## Task
Return every line below in which "results" appears.

## Entries shown

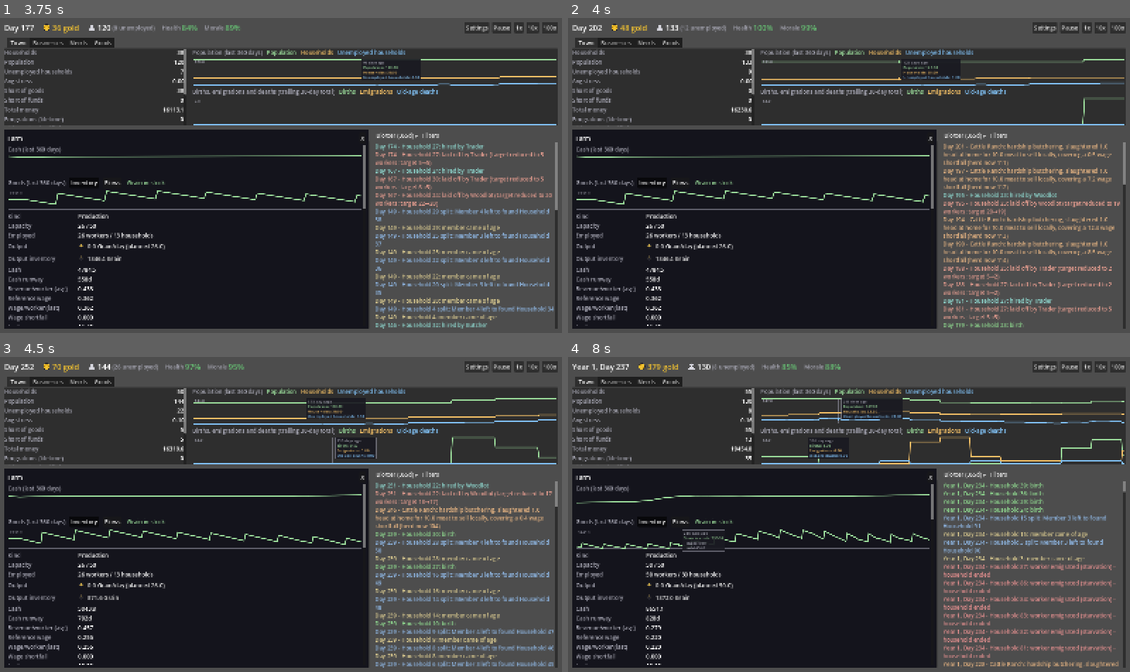
Above: before the commit, frames 1-4 (two rows, left to right).
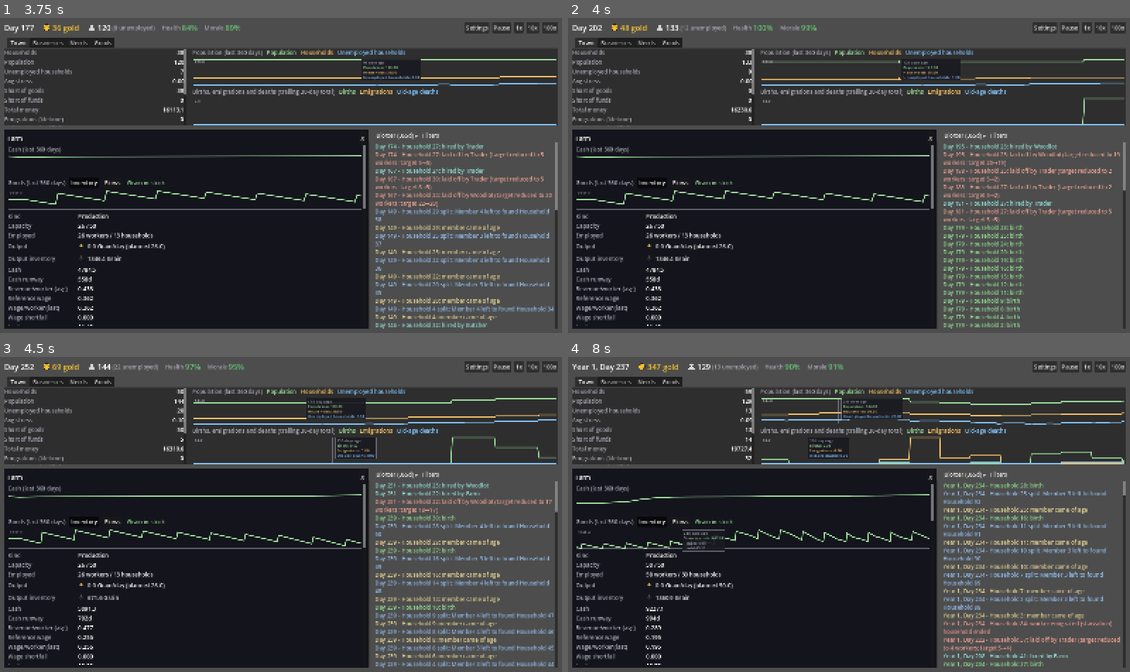
Above: after the commit, the same moments.

Repository: forsman5/sitka
Game: Godot game, scene res://scenes/sim/he_dashboard.tscn
The game is run twice, just before and just after one commit, with the same random seed, the same clock (stepped at 60 frames per second) and the same inputs. This scene is started directly instead of the project's main scene.
Inputs (mouse positions are in pixels of both pictures, inside the frame that each line leads up to):
- Up to frame 1 (3.75 s): click "1x" at 0.5 s; click "10x" at 1.25 s; click "100x" at 2 s; click "Farm" at 2.75 s; tap Enter at 3.5 s; drag from (376, 71) to (337, 106) at 3.52 s
- Up to frame 2 (4 s): no input
- Up to frame 3 (4.5 s): drag from (376, 451) to (252, 577) at 4.27 s
- Up to frame 4 (8 s): move the mouse to (753, 505) at 5.02 s; hold Right (ui_right) 5.03-5.75 s; hold Alt 5.03-5.75 s; click (753, 505) at 5.17 s; drag from (753, 539) to (680, 467) at 5.77 s; move the mouse to (1017, 561) at 6.52 s; hold Left (ui_left) 6.53-7.25 s; tap F at 6.6 s; tap Space at 6.77 s; drag from (680, 467) to (764, 435) at 7.27 s

Frame 1 is identical in both runs. In frame 2, 5.2% of the frame differs, in the area x 66-100%, y 39-99%; in frame 3, 4.4%; in frame 4, 8.3%, in the area x 1-100%, y 2-99%.

Commit message:
Herd collateral: a ranch finances payroll against its herd, not in breeding stock
A staffed ranch has no income until its herd reaches the cull target, so when its
60-day wage overdraft ran out it slaughtered breeding stock at home for ~19 coins
a head (a cull sells for 45-60), lost care to the carcass work, and its herd
never reached the target. Its wage overdraft is now the larger of 60 days of
wages and HERD_COLLATERAL_FRACTION of the herd valued at the Trader's bid.
Hardship slaughter stays as the backstop once that limit is reached.

Measured over a year: staffed ranch 135 head (care 1.00, 0 slaughtered) vs 107.6
(care 0.59, 24 slaughtered) before, unstaffed 117.4.

Co-Authored-By: Claude Sonnet 5.5 <noreply@anthropic.com>

Diff:
--- a/scripts/sim/harness/run_household_economy.gd
+++ b/scripts/sim/harness/run_household_economy.gd
@@ -57,6 +57,7 @@
 	_check_old_age_orphans_get_adopted()
 	_check_herds_grow_and_cull()
 	_check_herd_cull_target_is_configurable()
+	_check_herd_collateral_finances_wages()
 	_check_herd_staffing_matters()
 	_check_herd_monetization()
 	_check_hardship_butchery_makes_local_meat()
@@ -2014,7 +2015,8 @@
 		return
 	worker.employer_business_id = ranch.id
 	var wage_bill: float = sim._reference_wage_per_worker(ranch.settlement_id) * float(sim._business_employed_worker_count(ranch.id))
-	ranch.balance = -HESimulation.WAGE_NEGATIVE_BALANCE_FLOOR_DAYS * wage_bill - 20.0
+	# Past what the ranch can borrow against its herd, not just past 60 days of wages.
+	ranch.balance = -sim._wage_overdraft_limit(ranch, wage_bill) - 20.0
 	var herd_before := ranch.herd_size
 	sim.advance_ticks(1)
 
@@ -2040,6 +2042,42 @@
 	_assert(sim.businesses.has(ranch.id), "The ranch should survive on the meat it sells")
 	_assert(ranch.balance > balance_after_slaughter, "Meat sales should repay the ranch's debt")
 	_check_demographic_invariants(sim)
+
+## A staffed ranch's husbandry is financed by its herd, not paid for in
+## breeding stock: with no income until the cull, it runs an overdraft against
+## the herd's value, so it slaughters nothing for payroll, keeps its care up, and
+## its herd outgrows an unstaffed ranch's. (Hardship slaughter remains the
+## backstop once the borrowing limit is reached -- the test above.)
+func _check_herd_collateral_finances_wages() -> void:
+	print("\n=== Herd collateral: payroll is financed against the herd, not paid in head ===")
+	var results := {}
+	for staffed in [false, true]:
+		var sim := _new_sim("build_three_business_economy")
+		var ranch: HEBusiness = sim.businesses[HEScenarioSeeds.CATTLE_RANCH_BUSINESS_ID]
+		if staffed:
+			ranch.capacity = ranch.max_capacity
+			ranch.min_capacity = ranch.max_capacity
+		else:
+			ranch.max_capacity = 0
+			ranch.capacity = 0
+		var slaughtered := 0.0
+		var lowest_balance := 0.0
+		var collateral_at_start: float = sim._herd_collateral(ranch)
+		for day in 360:
+			sim.advance_ticks(1)
+			slaughtered += ranch.last_hardship_butchered
+			lowest_balance = minf(lowest_balance, ranch.balance)
+		results[staffed] = {"herd": ranch.herd_size, "care": ranch.last_care_fraction, "slaughtered": slaughtered,
+			"lowest": lowest_balance, "workers": sim._business_employed_worker_count(ranch.id), "collateral": collateral_at_start}
+	var s: Dictionary = results[true]
+	var u: Dictionary = results[false]
+	print("  unstaffed herd %.1f | staffed herd %.1f (care %.2f, %d workers, %.0f head slaughtered, lowest balance %.0f of %.0f borrowable)" % [
+		u["herd"], s["herd"], s["care"], s["workers"], s["slaughtered"], s["lowest"], s["collateral"]])
+	_assert(s["workers"] > 0, "Test setup: the staffed ranch should have a crew")
+	_assert(s["slaughtered"] < 0.0001, "A ranch borrowing against its herd should slaughter nothing to make payroll, slaughtered %.0f" % s["slaughtered"])
+	_assert(s["lowest"] < 0.0 and s["lowest"] >= -s["collateral"] - EPSILON, "It should run an overdraft, within what the herd covers (%.0f of %.0f)" % [-s["lowest"], s["collateral"]])
+	_assert(s["care"] > 0.9, "Care should stay near full when payroll is not paid in carcasses, got %.2f" % s["care"])
+	_assert(s["herd"] > u["herd"] + 5.0, "A staffed ranch's herd should clearly outgrow an unstaffed one (%.1f vs %.1f)" % [s["herd"], u["herd"]])
 
 ## With no staffed Trader or Butcher, a ranch butchers its own cull the day it
 ## happens: no standing livestock stock, and the meat is sold locally. With an
--- a/scripts/sim/household_economy/he_simulation.gd
+++ b/scripts/sim/household_economy/he_simulation.gd
@@ -543,6 +543,10 @@
 ## cash-runway guard in _evaluate_business_capacity (shrink the business),
 ## not by rationing take-home pay day to day.
 const WAGE_NEGATIVE_BALANCE_FLOOR_DAYS := 60.0
+## Share of its herd's value (at the Trader's bid) a ranch may borrow against to
+## make payroll -- see _wage_overdraft_limit. Half, so the lender's loss is
+## covered even if a cull has to go to the Trader at its bid.
+const HERD_COLLATERAL_FRACTION := 0.5
 
 ## Inputs may be bought on credit beyond cash, up to this many days of the
 ## business's own input cost (and never below the wage floor above). Matches
@@ -1767,7 +1771,7 @@
 		var total_needed: float = reference_wage * employed
 		# A government pays only out of what its treasury actually holds -- no
 		# overdraft allowance, unlike a business that expects to earn it back.
-		var floor: float = 0.0 if b.kind == HEBusiness.Kind.GOVERNMENT else -WAGE_NEGATIVE_BALANCE_FLOOR_DAYS * total_needed
+		var floor: float = -_wage_overdraft_limit(b, total_needed)
 		if b.kind == HEBusiness.Kind.HERD:
 			# Not clamped at the floor: debt already BELOW the floor counts
 			# toward what must be raised, so a crew that's hired is always
@@ -1802,6 +1806,26 @@
 			failed_ids.append(business_id)
 	for business_id in failed_ids:
 		_fail_business(business_id, record)
+
+## How far below zero `b` may run while paying wages. A business may owe up to
+## WAGE_NEGATIVE_BALANCE_FLOOR_DAYS of its wage bill; a government none. A ranch
+## has no income until its herd reaches the cull target, so for a ranch the limit
+## is the larger of that and a share of its herd's exit value (_herd_collateral):
+## payroll is then financed by the cull it is waiting for rather than by
+## slaughtering the breeding stock whose care it is paying for.
+func _wage_overdraft_limit(b: HEBusiness, total_needed: float) -> float:
+	if b.kind == HEBusiness.Kind.GOVERNMENT:
+		return 0.0
+	var limit := WAGE_NEGATIVE_BALANCE_FLOOR_DAYS * total_needed
+	if b.kind == HEBusiness.Kind.HERD:
+		limit = maxf(limit, _herd_collateral(b))
+	return limit
+
+## What a ranch can borrow against its living herd: HERD_COLLATERAL_FRACTION of
+## the herd valued at the Trader's bid, the exit price that is always on offer
+## (the Butcher pays more, but only when one is staffed).
+func _herd_collateral(b: HEBusiness) -> float:
+	return b.herd_size * livestock_quote(b.species, LivestockQuote.TRADER_BID) * HERD_COLLATERAL_FRACTION
 
 ## A business that has used up its whole credit line (the wage floor, see
 ## WAGE_NEGATIVE_BALANCE_FLOOR_DAYS) fails outright: it is deleted, its

## Result
+	var results := {}
+		results[staffed] = {"herd": ranch.herd_size, "care": ranch.last_care_fraction, "slaughtered": slaughtered,
+	var s: Dictionary = results[true]
+	var u: Dictionary = results[false]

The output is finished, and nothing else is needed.